OrdinalEncoder(categories=[['Poor', 'Average', 'Good'], ['School', 'UG', 'PG']])

In [11]:
X_train = oe.transform(X_train)
X_test = oe.transform(X_test)

In [13]:
X_train


array([[2., 1.],
       [0., 2.],
       [1., 1.],
       [2., 1.],
       [1., 2.],
       [0., 0.],
       [0., 2.],
       [2., 2.],
       [2., 2.],
       [2., 0.],
       [0., 0.],
       [0., 2.],
       [1., 1.],
       [2., 2.],
       [2., 0.],
       [0., 2.],
       [2., 2.],
       [2., 0.],
       [2., 1.],
       [2., 0.],
       [0., 1.],
       [1., 1.],
       [0., 1.],
       [0., 2.],
       [1., 0.],
       [1., 1.],
       [2., 2.],
       [0., 1.],
       [1., 2.],
       [0., 2.],
       [2., 1.],
       [0., 0.],
       [1., 1.],
       [2., 0.],
       [2., 0.],
       [0., 0.],
       [1., 0.],
       [1., 2.],
       [1., 0.],
       [0., 0.]])

In [14]:
oe.categories_

[array(['Poor', 'Average', 'Good'], dtype=object),
 array(['School', 'UG', 'PG'], dtype=object)]

# LabelEncoding 

## Generaly we do label encoding on the target column

## LabelEncoding is a common technique used in machine learning for encoding categorical variables into numerical values so that they can be processed by algorithms. In label encoding, each unique category in a categorical feature is assigned a unique integer value. This can be useful when working with algorithms that can only handle numerical data, and when there is some meaningful ordinal relationship between the categories, such that converting the categories to numerical values would maintain this relationship.

## For example, suppose you have a categorical feature "color" with the categories "red", "green", and "blue". Using label encoding, you could represent "red" as 0, "green" as 1, and "blue" as 2. This allows you to use this feature in machine learning algorithms that only accept numerical input.
 
 ## It is important to note that label encoding does not create any new features or capture any non-linear relationships between categories.
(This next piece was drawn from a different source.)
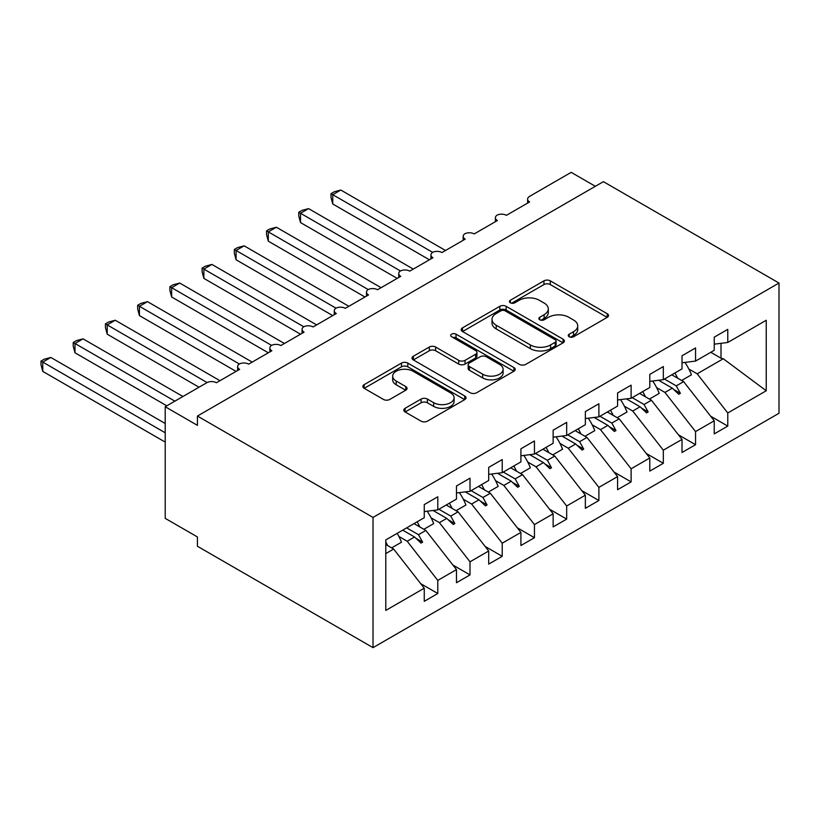 <?xml version="1.0" encoding="UTF-8"?>
<svg xmlns="http://www.w3.org/2000/svg" width="820" height="820" viewBox="0 0 820 820"><rect width="100%" height="100%" fill="white"/><g stroke="black" fill="none" stroke-linecap="round" stroke-linejoin="round"><path stroke-width="1.23" d="M569.172 336.764A3.126 1.804 0 0 0 573.6 336.764L607.21 317.361A4.469 2.583 0 0 0 608.522 315.536A4.469 2.583 0 0 0 607.21 313.712L550.281 280.84A4.469 2.583 0 0 0 543.957 280.84L510.347 300.243A3.126 1.804 0 0 0 509.435 301.524A3.126 1.804 0 0 0 510.347 302.795A3.126 1.804 0 0 0 514.775 302.795L519.132 300.284A14.309 8.261 0 0 1 539.365 300.284L544.111 303.031A14.309 8.261 0 0 1 548.303 308.873A14.309 8.261 0 0 1 544.111 314.716L539.765 317.227A3.126 1.804 0 0 0 538.842 318.498A3.126 1.804 0 0 0 539.765 319.779A3.126 1.804 0 0 0 544.193 319.779L548.539 317.268A14.309 8.261 0 0 1 568.783 317.268L573.528 320.005A14.309 8.261 0 0 1 577.721 325.847A14.309 8.261 0 0 1 573.528 331.69L569.172 334.201A3.126 1.804 0 0 0 568.26 335.482A3.126 1.804 0 0 0 569.172 336.764L569.172 334.201M405.111 408.288A4.469 2.583 0 0 0 403.809 410.113A4.469 2.583 0 0 0 405.111 411.947L421.09 421.162A4.469 2.583 0 0 0 427.415 421.162L464.735 399.617A4.469 2.583 0 0 0 466.037 397.792A4.469 2.583 0 0 0 464.735 395.968L407.806 363.096A4.469 2.583 0 0 0 401.482 363.096L364.162 384.641A4.469 2.583 0 0 0 362.85 386.476A4.469 2.583 0 0 0 364.162 388.301L383.452 399.432A4.469 2.583 0 0 0 389.777 399.432L405.746 390.217A4.469 2.583 0 0 0 407.058 388.393A4.469 2.583 0 0 0 405.746 386.558L396.183 381.044A11.962 6.908 0 0 1 392.678 376.154A11.962 6.908 0 0 1 400.068 369.769A11.962 6.908 0 0 1 413.106 371.276L450.58 392.903A11.962 6.908 0 0 1 454.085 397.792A11.962 6.908 0 0 1 446.695 404.178A11.962 6.908 0 0 1 433.657 402.681L427.415 399.073A4.469 2.583 0 0 0 421.09 399.073L405.111 408.288L405.111 411.947M779 283.043L373.028 517.43L373.028 647.646L779 413.259L779 283.043L603.397 181.661L197.425 416.047L197.425 425.344L165.209 406.74L206.773 382.745A6.837 3.946 180 0 1 216.439 382.745L239.635 369.348A6.837 3.946 0 0 1 237.636 366.56A6.837 3.946 0 0 1 239.327 363.967A6.837 3.946 180 0 1 248.655 364.141L271.851 350.755A6.837 3.946 0 0 1 269.852 347.957A6.837 3.946 0 0 1 271.543 345.363A6.837 3.946 180 0 1 280.881 345.538L304.077 332.151A6.837 3.946 0 0 1 302.078 329.363A6.837 3.946 0 0 1 303.769 326.76A6.837 3.946 180 0 1 313.096 326.944L336.292 313.547A6.837 3.946 0 0 1 334.293 310.76A6.837 3.946 0 0 1 335.985 308.156A6.837 3.946 180 0 1 345.312 308.34L368.518 294.944A6.837 3.946 0 0 1 366.509 292.156A6.837 3.946 0 0 1 368.2 289.552A6.837 3.946 180 0 1 377.538 289.737L400.734 276.34A6.837 3.946 0 0 1 398.735 273.552A6.837 3.946 0 0 1 400.426 270.959A6.837 3.946 180 0 1 409.754 271.133L432.96 257.736A6.837 3.946 0 0 1 430.951 254.948A6.837 3.946 0 0 1 432.642 252.355A6.837 3.946 180 0 1 441.98 252.529L465.176 239.143A6.837 3.946 0 0 1 463.177 236.344A6.837 3.946 0 0 1 464.868 233.751A6.837 3.946 180 0 1 474.196 233.925L497.391 220.539A6.837 3.946 0 0 1 495.393 217.751A6.837 3.946 0 0 1 497.084 215.147A6.837 3.946 180 0 1 506.422 215.332L529.617 201.935A6.837 3.946 0 0 1 527.619 199.147A6.837 3.946 0 0 1 529.617 196.349L571.181 172.354L595.341 186.304M373.028 517.43L197.425 416.047M519.439 364.377A4.469 2.583 0 0 0 525.774 364.377L563.084 342.832A4.469 2.583 0 0 0 564.396 341.007A4.469 2.583 0 0 0 563.084 339.183L506.165 306.311A4.469 2.583 0 0 0 499.831 306.311L462.521 327.856A4.469 2.583 0 0 0 461.209 329.681A4.469 2.583 0 0 0 462.521 331.516L519.439 364.377M452.855 337.44A3.126 1.804 0 0 1 456.033 337.881L456.033 334.16L513.914 367.575A4.469 2.583 0 0 1 515.216 369.4A4.469 2.583 0 0 1 513.914 371.224L476.594 392.77A4.469 2.583 0 0 1 470.27 392.77L413.341 359.908L413.341 356.249A4.469 2.583 0 0 0 412.029 358.073A4.469 2.583 0 0 0 413.341 359.908M413.341 356.249L429.311 347.034A4.469 2.583 0 0 1 435.635 347.034L458.718 360.359A4.469 2.583 0 0 0 465.042 360.359L475.641 354.24A4.469 2.583 0 0 0 476.953 352.415A4.469 2.583 0 0 0 475.641 350.591L451.605 336.712A3.126 1.804 0 0 1 450.692 335.441A3.126 1.804 0 0 1 452.619 333.771A3.126 1.804 0 0 1 456.033 334.16M385.789 553.592L393.651 549.051L424.258 588.207L385.789 610.418L385.789 539.919L424.258 517.707L424.258 504.587L437.788 496.776L437.788 509.896L424.258 511.577M420.68 583.635L437.788 593.506L437.788 580.396L456.473 569.603L425.867 530.448L414.028 523.611M398.868 536.444L407.181 541.241L437.788 580.396M437.788 509.896L456.473 499.103L456.473 485.993L470.014 478.173L470.014 491.293L456.473 492.974M452.896 565.031L470.014 574.912L470.014 561.792L488.699 551.009L458.083 511.844L446.244 505.007M431.094 517.84L439.397 522.637L470.014 561.792M470.014 491.293L488.699 480.499L488.699 467.39L502.229 459.569L502.229 472.689L488.699 474.37M485.122 546.428L502.229 556.308L502.229 543.188L520.915 532.405L490.309 493.24L478.47 486.403M463.31 499.236L471.623 504.033L502.229 543.188M502.229 472.689L520.915 461.896L520.915 448.786L534.445 440.976L534.445 454.085L520.915 455.776M517.338 527.824L534.445 537.705L534.445 524.585L553.141 513.802L522.524 474.647L510.686 467.81M495.536 480.633L503.839 485.43L534.445 524.585M534.445 454.085L553.141 443.302L553.141 430.182L566.671 422.372L566.671 435.481L553.141 437.173M549.564 509.22L566.671 519.101L566.671 505.991L585.357 495.198L554.75 456.043L542.901 449.206M527.752 462.029L536.065 466.826L566.671 505.991M566.671 435.481L585.357 424.698L585.357 411.578L598.887 403.768L598.887 416.878L585.357 418.569M581.78 490.626L598.887 500.497L598.887 487.387L617.573 476.594L586.966 437.439L575.127 430.602M559.978 443.435L568.28 448.232L598.887 487.387M598.887 416.878L617.573 406.095L617.573 392.975L631.113 385.164L631.113 398.284L617.573 399.965M613.995 472.023L631.113 481.893L631.113 468.784L649.799 457.99L619.192 418.835L607.343 411.999M592.194 424.832L600.496 429.629L631.113 468.784M631.113 398.284L649.799 387.491L649.799 374.381L663.329 366.56L663.329 379.68L649.799 381.361M646.221 453.419L663.329 463.3L663.329 450.18L682.014 439.387L651.408 400.232L639.569 393.395M624.409 406.228L632.722 411.025L663.329 450.18M663.329 379.68L682.014 368.887L682.014 355.777L695.555 347.957L695.555 361.077L682.014 362.758M678.437 434.815L695.555 444.696L695.555 431.576L714.24 420.793L714.24 433.903L727.77 426.092L727.77 412.972L766.239 390.761L723.271 358.75L721.005 358.196L721.005 343.313M656.635 387.624L664.938 392.421L695.555 431.576M695.555 361.077L714.24 350.284L714.24 337.174L727.77 329.363L727.77 342.473L714.24 344.164M710.663 416.211L727.77 426.092M688.851 369.02L697.164 373.817L727.77 412.972M165.209 406.74L165.209 518.363L197.425 536.957L197.425 546.264L373.028 647.646M393.651 549.051L385.789 544.511M437.788 593.506L424.258 601.326L424.258 588.207M470.014 574.912L456.473 582.723L456.473 569.603M502.229 556.308L488.699 564.119L488.699 551.009M534.445 537.705L520.915 545.515L520.915 532.405M566.671 519.101L553.141 526.911L553.141 513.802M598.887 500.497L585.357 508.308L585.357 495.198M631.113 481.893L617.573 489.714L617.573 476.594M663.329 463.3L649.799 471.11L649.799 457.99M695.555 444.696L682.014 452.507L682.014 439.387M727.77 342.473L766.239 320.261L766.239 390.761M406.658 527.865L418.497 534.701L425.867 530.448M407.181 541.241L414.541 536.987L421.019 543.086L422.628 542.163L418.497 534.701M402.702 530.15L414.541 536.987M438.884 509.261L450.723 516.098L458.083 511.844M439.397 522.637L446.767 518.383L453.234 524.482L454.854 523.56L450.723 516.098M433.073 510.481L446.767 518.383M471.1 490.657L482.939 497.494L490.309 493.24M471.623 504.033L478.982 499.78L485.46 505.889L487.07 504.956L482.939 497.494M465.299 491.877L478.982 499.78M503.316 472.053L515.165 478.89L522.524 474.647M503.839 485.43L511.208 481.176L517.676 487.285L519.285 486.352L515.165 478.89M497.514 473.273L511.208 481.176M535.542 453.46L547.381 460.297L554.75 456.043M536.065 466.826L543.424 462.572L549.902 468.681L551.511 467.748L547.381 460.297M529.74 454.669L543.424 462.572M567.758 434.856L579.607 441.693L586.966 437.439M568.28 448.232L575.65 443.979L582.118 450.077L583.727 449.145L579.607 441.693M561.956 436.076L575.65 443.979M599.984 416.252L611.822 423.089L619.192 418.835M600.496 429.629L607.866 425.375L614.344 431.474L615.953 430.551L611.822 423.089M594.172 417.472L607.866 425.375M632.199 397.649L644.038 404.485L651.408 400.232M632.722 411.025L640.082 406.771L646.56 412.87L648.169 411.947L644.038 404.485M626.398 398.868L640.082 406.771M664.425 379.045L676.264 385.882L683.624 381.628L671.785 374.791M664.938 392.421L672.308 388.167L678.775 394.276L680.395 393.344L676.264 385.882M658.614 380.265L672.308 388.167M683.624 381.628L714.24 420.793M697.164 373.817L723.271 358.75M710.776 352.282L721.005 358.196M673.691 389.469L680.395 393.344M641.476 408.073L648.169 411.947M609.25 426.677L615.953 430.551M577.034 445.28L583.727 449.145M544.808 463.884L551.511 467.748M512.592 482.488L519.285 486.352M480.366 501.092L487.07 504.956M448.15 519.685L454.854 523.56M415.935 538.289L422.628 542.163M570.423 337.204L573.528 335.411A14.309 8.261 0 0 0 577.721 329.568L577.721 325.847M548.303 308.873L548.303 312.594A14.309 8.261 0 0 1 544.111 318.437L541.015 320.22M607.149 317.391L550.281 284.56A4.469 2.583 0 0 0 543.957 284.56L511.598 303.236M563.032 342.862L506.165 310.032A4.469 2.583 0 0 0 499.831 310.032L462.572 331.546M555.181 342.288A3.126 1.804 0 0 0 556.103 341.007A3.126 1.804 0 0 0 555.181 339.726L505.212 310.882A3.126 1.804 0 0 0 500.784 310.882L496.202 313.527A14.309 8.261 0 0 0 492.01 319.369A14.309 8.261 0 0 0 496.202 325.212L530.355 344.933A14.309 8.261 0 0 0 550.599 344.933L555.181 342.288L555.181 346.009A3.126 1.804 0 0 0 556.103 344.728L556.103 341.007M492.01 319.369L492.01 323.09A14.309 8.261 0 0 0 496.202 328.933L496.202 325.212M555.181 346.009L550.599 348.654A14.309 8.261 0 0 1 530.355 348.654L496.202 328.933M413.393 359.939L429.311 350.755L429.311 347.034M476.953 352.415L476.953 356.136A4.469 2.583 0 0 1 475.641 357.961L465.042 364.08A4.469 2.583 0 0 1 458.718 364.08L435.635 350.755A4.469 2.583 0 0 0 429.311 350.755M456.033 337.881L513.853 371.255M482.683 374.197A11.962 6.908 0 0 0 495.721 375.693A11.962 6.908 0 0 0 503.101 369.308A11.962 6.908 0 0 0 499.595 364.428L486.393 356.803A4.469 2.583 0 0 0 480.069 356.803L469.47 362.922A4.469 2.583 0 0 0 468.169 364.746A4.469 2.583 0 0 0 469.47 366.571L482.683 374.197L482.683 377.917A11.962 6.908 0 0 0 495.721 379.414A11.962 6.908 0 0 0 503.101 373.028L503.101 369.308M468.169 364.746L468.169 368.467A4.469 2.583 0 0 0 469.47 370.291L469.47 366.571M482.683 377.917L469.47 370.291M454.085 397.792L454.085 401.513A11.962 6.908 0 0 1 446.695 407.899A11.962 6.908 0 0 1 433.657 406.392L427.415 402.794A4.469 2.583 0 0 0 421.09 402.794L405.172 411.978M392.678 376.154L392.678 379.875A11.962 6.908 0 0 0 396.183 384.764L396.183 381.044M405.685 390.248L396.183 384.764M464.673 399.647L407.806 366.817A4.469 2.583 0 0 0 401.482 366.817L364.223 388.332M330.983 193.663L332.756 194.678L332.756 203.985L330.983 197.374L330.983 193.663L334.201 191.798L340.802 190.035L332.756 194.678L432.642 252.355M332.756 203.985L429.413 259.786M340.802 190.035L445.516 250.489M674.911 372.997A36.449 21.043 60 0 1 677.627 378.163M684.925 362.399A36.449 21.043 60 0 1 691.455 374.801L681.625 380.48M672.174 374.576A30.986 17.886 60 0 1 672.564 375.242M298.757 212.257L300.53 213.282L300.53 222.589L298.757 215.978L298.757 212.257L301.975 210.402L308.587 208.628L300.53 213.282L400.426 270.959M300.53 222.589L397.187 278.39M308.587 208.628L413.3 269.093M642.685 391.591A36.449 21.043 60 0 1 645.401 396.767M652.71 381.003A36.449 21.043 60 0 1 659.229 393.405L649.409 399.073M639.959 393.169A30.986 17.886 60 0 1 640.348 393.846M266.541 230.861L268.314 231.886L268.314 241.183L266.541 234.582L266.541 230.861L269.76 229.005L276.371 227.232L268.314 231.886L368.2 289.552M268.314 241.183L364.972 296.994M276.371 227.232L381.085 287.687M610.47 410.195A36.449 21.043 60 0 1 613.186 415.371M620.484 399.606A36.449 21.043 60 0 1 627.013 412.009L617.183 417.677M607.733 411.773A30.986 17.886 60 0 1 608.122 412.45M234.325 249.464L236.088 250.489L236.088 259.786L234.325 253.185L234.325 249.464L237.544 247.609L244.145 245.836L236.088 250.489L335.985 308.156M236.088 259.786L332.746 315.597M244.145 245.836L348.859 306.29M578.254 428.798A36.449 21.043 60 0 1 580.97 433.975M588.268 418.21A36.449 21.043 60 0 1 594.787 430.613L584.967 436.281M575.517 430.377A30.986 17.886 60 0 1 575.906 431.053M202.099 268.068L203.873 269.093L203.873 278.39L202.099 271.779L202.099 268.068L205.318 266.213L211.929 264.44L203.873 269.093L303.759 326.76M203.873 278.39L300.53 334.201M211.929 264.44L316.643 324.894M546.028 447.402A36.449 21.043 60 0 1 548.744 452.578M556.052 436.804A36.449 21.043 60 0 1 562.571 449.206L552.741 454.885M543.291 448.981A30.986 17.886 60 0 1 543.68 449.657M169.883 286.672L171.647 287.687L171.647 296.994L169.883 290.382L169.883 286.672L173.102 284.806L179.703 283.043L171.647 287.687L271.543 345.363M171.647 296.994L268.314 352.795M179.703 283.043L284.417 343.498M513.812 466.006A36.449 21.043 60 0 1 516.528 471.182M523.826 455.407A36.449 21.043 60 0 1 530.355 467.81L520.526 473.488M511.075 467.584A30.986 17.886 60 0 1 511.465 468.251M137.657 305.276L139.431 306.29L139.431 315.597L137.657 308.986L137.657 305.276L140.876 303.41L147.487 301.647L139.431 306.29L239.327 363.967M139.431 315.597L236.088 371.398M147.487 301.647L252.201 362.102M481.586 484.61A36.449 21.043 60 0 1 484.302 489.776M491.61 474.011A36.449 21.043 60 0 1 498.129 486.414L488.3 492.092M478.859 486.188A30.986 17.886 60 0 1 479.239 486.854M105.442 323.869L107.215 324.894L107.215 334.201L105.442 327.59L105.442 323.869L108.66 322.014L115.261 320.241L107.215 324.894L207.101 382.571M107.215 334.201L199.034 387.214M115.261 320.241L219.975 380.705M449.37 503.203A36.449 21.043 60 0 1 452.086 508.379M459.384 492.615A36.449 21.043 60 0 1 465.914 505.017L456.084 510.686M446.633 504.782A30.986 17.886 60 0 1 447.023 505.458M73.216 342.473L74.989 343.498L74.989 352.795L73.216 346.194L73.216 342.473L76.434 340.618L83.045 338.844L74.989 343.498L174.875 401.164M74.989 352.795L166.819 405.818M83.045 338.844L182.932 396.511M417.144 521.807A36.449 21.043 60 0 1 419.86 526.983M427.169 511.219A36.449 21.043 60 0 1 433.688 523.621L423.868 529.289M414.418 523.385A30.986 17.886 60 0 1 414.807 524.062M41 361.077L42.773 362.102L42.773 371.398L41 364.797L41 361.077L44.218 359.221L50.83 357.448L42.773 362.102L165.209 432.786M42.773 371.398L165.209 442.093M50.83 357.448L165.209 423.489M385.789 541.918A36.449 21.043 60 0 1 387.645 545.587M397.167 533.338A36.449 21.043 60 0 1 401.472 542.225L391.642 547.893M573.528 335.411L573.528 331.69M539.765 319.779L539.765 317.227M544.111 318.437L544.111 314.716M510.347 302.795L510.347 300.243M543.957 284.56L543.957 280.84M550.281 284.56L550.281 280.84M607.21 317.361L607.21 313.712M462.521 331.516L462.521 327.856M499.831 310.032L499.831 306.311M506.165 310.032L506.165 306.311M563.084 342.832L563.084 339.183M530.355 348.654L530.355 344.933M550.599 348.654L550.599 344.933M435.635 350.755L435.635 347.034M458.718 364.08L458.718 360.359M465.042 364.08L465.042 360.359M475.641 357.961L475.641 354.24M513.914 371.224L513.914 367.575M421.09 402.794L421.09 399.073M427.415 402.794L427.415 399.073M433.657 406.392L433.657 402.681M405.746 390.217L405.746 386.558M364.162 388.301L364.162 384.641M401.482 366.817L401.482 363.096M407.806 366.817L407.806 363.096M464.735 399.617L464.735 395.968M527.619 203.093L527.619 199.147M495.393 221.697L495.393 217.751M463.177 240.291L463.177 236.344M430.951 258.894L430.951 254.948M398.735 277.498L398.735 273.552M366.509 296.102L366.509 292.156M334.293 314.706L334.293 310.76M302.078 333.309L302.078 329.363M269.852 351.903L269.852 347.957M237.636 370.507L237.636 366.56"/></g></svg>

In many cases, one-hot encoding is a better choice, as it creates a new binary feature for each category, which can capture more complex relationships between categories.

In [15]:
from sklearn.preprocessing import LabelEncoder

In [16]:
le = LabelEncoder()

In [17]:
le.fit(y_train)

LabelEncoder()

In [19]:
le.classes_

array(['No', 'Yes'], dtype=object)

In [20]:
y_train = le.transform(y_train)
y_test = le.transform(y_test)

In [21]:
y_train

array([1, 1, 1, 1, 0, 0, 0, 1, 0, 0, 0, 0, 0, 1, 0, 0, 1, 0, 1, 0, 0, 0,
       0, 1, 0, 1, 1, 1, 1, 1, 1, 1, 0, 0, 0, 1, 1, 1, 0, 1])

# Difference 


## LabelEncoder assigns a unique integer value to each category in a categorical feature, without considering any ordinal relationship between the categories. It is a simple method of converting categorical data into numerical data, but it does not capture any non-linear relationships between categories.

## On the other hand, OrdinalEncoder assigns numerical values to the categories that reflect some meaningful ordinal relationship between the categories. This can be useful when there is a meaningful order or ranking between the categories, as the numerical values can capture this relationship and allow machine learning algorithms to utilize it.

## Another difference is that LabelEncoder only assigns integer values to the categories, while OrdinalEncoder can assign any numerical values, as long as they reflect the ordinal relationship between the categories.